L’auteur co-senior Avner Schlessinger, PhD, professeur de sciences pharmacologiques et directeur du centre de découverte de médicaments à petites molécules par IA à Icahn Mount Sinai, a mis en lumière le potentiel de l’outil au-delà des tests cliniques. « Au-delà du diagnostic, V2P pourrait aider les chercheurs et les développeurs de médicaments à identifier les gènes et les voies les plus étroitement liées à des maladies spécifiques », a-t-il dit. « Cela peut guider le développement de thérapies génétiquement adaptées aux mécanismes de la maladie, en particulier dans les affections rares et complexes. »
À ce jour, V2P trie les mutations en grandes catégories de maladies, y compris les troubles du système nerveux et les néoplasies (cancers). L’équipe de recherche prévoit d’affiner le système pour qu’il puisse faire des prédictions plus détaillées et intégrer ses résultats à des sources de données supplémentaires, dans le but de soutenir davantage la découverte de cibles et le développement de médicaments.
« V2P nous donne une fenêtre plus claire sur la façon dont les changements génétiques se traduisent en maladie, ce qui a des implications importantes pour la recherche et les soins aux patients », a déclaré Yuval Itan, PhD, co-auteur senior et professeur associé d’intelligence artificielle et de santé humaine à Icahn Mount Sinai. « En reliant des variantes spécifiques aux types de maladies qu’elles sont les plus susceptibles de causer, nous pouvons mieux prioriser les gènes et les voies qui méritent une investigation plus approfondie.

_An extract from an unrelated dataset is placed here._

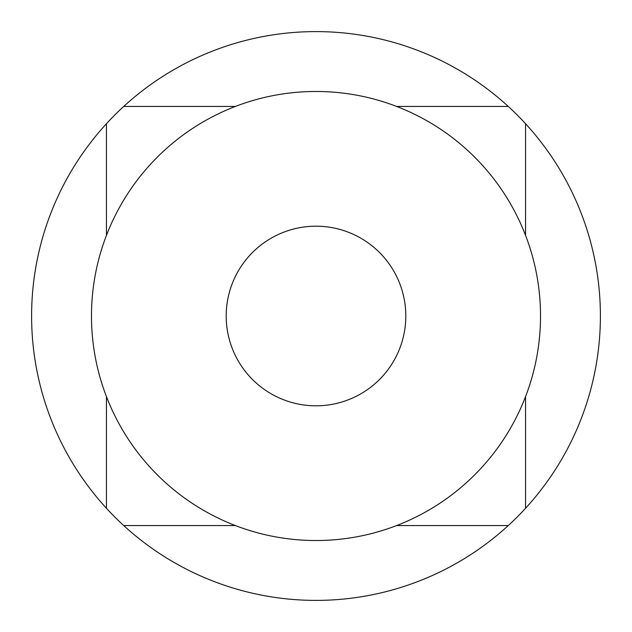 <?xml version="1.0" encoding="UTF-8"?>
<svg xmlns="http://www.w3.org/2000/svg" width="632" height="632" viewBox="0 0 632 632"><rect width="100%" height="100%" fill="white"/><g stroke="black" fill="none" stroke-linecap="round" stroke-linejoin="round"><path stroke-width="0.95" d="M525.555 396.604L525.555 508.27A284.4 284.4 0 0 1 508.27 525.555L396.604 525.555M396.604 106.445L508.27 106.445A284.4 284.4 0 0 1 525.555 123.73L525.555 235.396M508.27 525.555A284.4 284.4 0 0 1 106.445 508.27A284.4 284.4 0 0 1 316 31.6A284.4 284.4 0 0 1 508.27 106.445M525.555 123.73A284.4 284.4 0 0 1 525.555 508.27M91.474 316A224.526 224.526 0 0 0 316 540.526A224.526 224.526 0 0 0 540.526 316A224.526 224.526 0 0 0 316 91.474A224.526 224.526 0 0 0 91.474 316M226.193 316A89.807 89.807 0 0 1 316 226.193A89.807 89.807 0 0 1 405.807 316A89.807 89.807 0 0 1 316 405.807A89.807 89.807 0 0 1 226.193 316A89.807 89.807 0 0 1 316 226.193A89.807 89.807 0 0 1 405.807 316A89.807 89.807 0 0 1 316 405.807A89.807 89.807 0 0 1 226.193 316M123.73 106.445L235.396 106.445M106.445 508.27L106.445 396.604M106.445 235.396L106.445 123.73M235.396 525.555L123.73 525.555"/></g></svg>
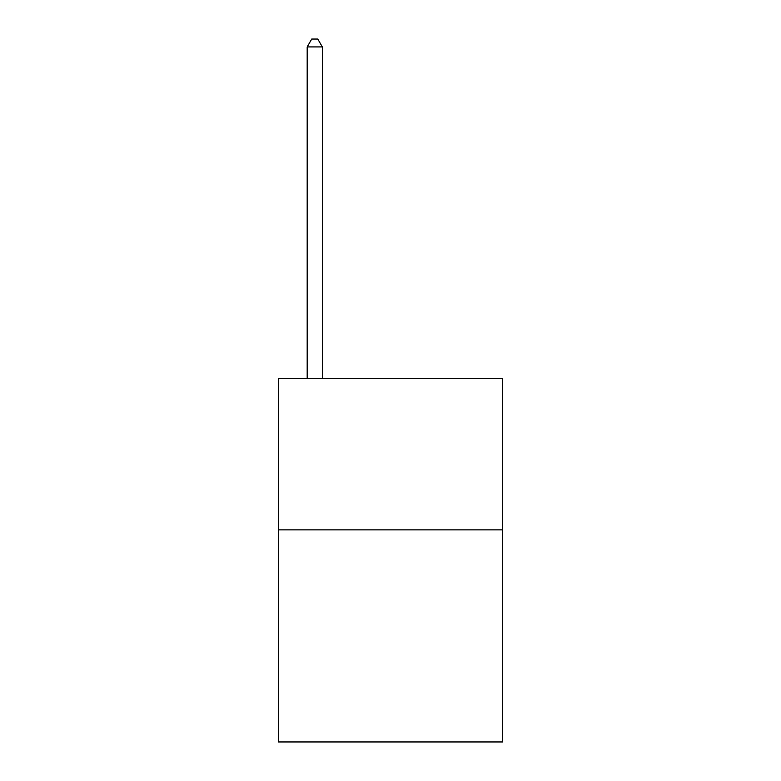 <?xml version="1.0" encoding="UTF-8"?>
<svg xmlns="http://www.w3.org/2000/svg" width="781" height="781" viewBox="0 0 781 781"><rect width="100%" height="100%" fill="white"/><g stroke="black" fill="none" stroke-linecap="round" stroke-linejoin="round"><path stroke-width="1.17" d="M502.603 529.869L502.603 741.95L278.397 741.95L278.397 378.385L502.603 378.385L502.603 529.869L278.397 529.869M322.328 378.385L322.328 46.928L307.187 46.928L307.187 378.385M307.187 46.928L311.726 39.05L317.789 39.05L322.328 46.928"/></g></svg>

Cela nous aide à passer plus efficacement de la compréhension de la biologie à l’identification d’approches thérapeutiques potentielles et, en fin de compte, à adapter les interventions au profil génomique spécifique d’un individu. »
Le travail, décrit dans l’article de Nature Communications « Expanding the utility of variant effect predictions with phenotype-specific models », a été dirigé par Stein et les co-auteurs Meltem Ece Kars, Baptiste Milisavljevic, Matthew Mort, Peter D. Stenson, Jean-Laurent Casanova, David N. Cooper, Bertrand Boisson, Peng Zhang, Schlessinger et Itan.
Selon Mount Sinai, la recherche a été soutenue par les subventions des National Institutes of Health R24AI167802 et P01AI186771, un financement de la Fondation Leducq, et la subvention 2209-05535 du Leona M. and Harry B. Helmsley Charitable Trust. Un soutien supplémentaire est venu des subventions NIH R01CA277794, R01HD107528 et R01NS145483, ainsi que des subventions Clinical and Translational Science Awards UL1TR004419 et des prix d’infrastructure S10OD026880 et S10OD030463.
Les auteurs de l’étude et les chercheurs de Mount Sinai affirment que le système fait avancer la médecine de précision en fournissant un moyen à haut débit pour cartographier les variantes génétiques humaines vers des phénotypes de maladies probables, permettant potentiellement des interventions plus rapides et plus ciblées basées sur le profil génétique d’un individu.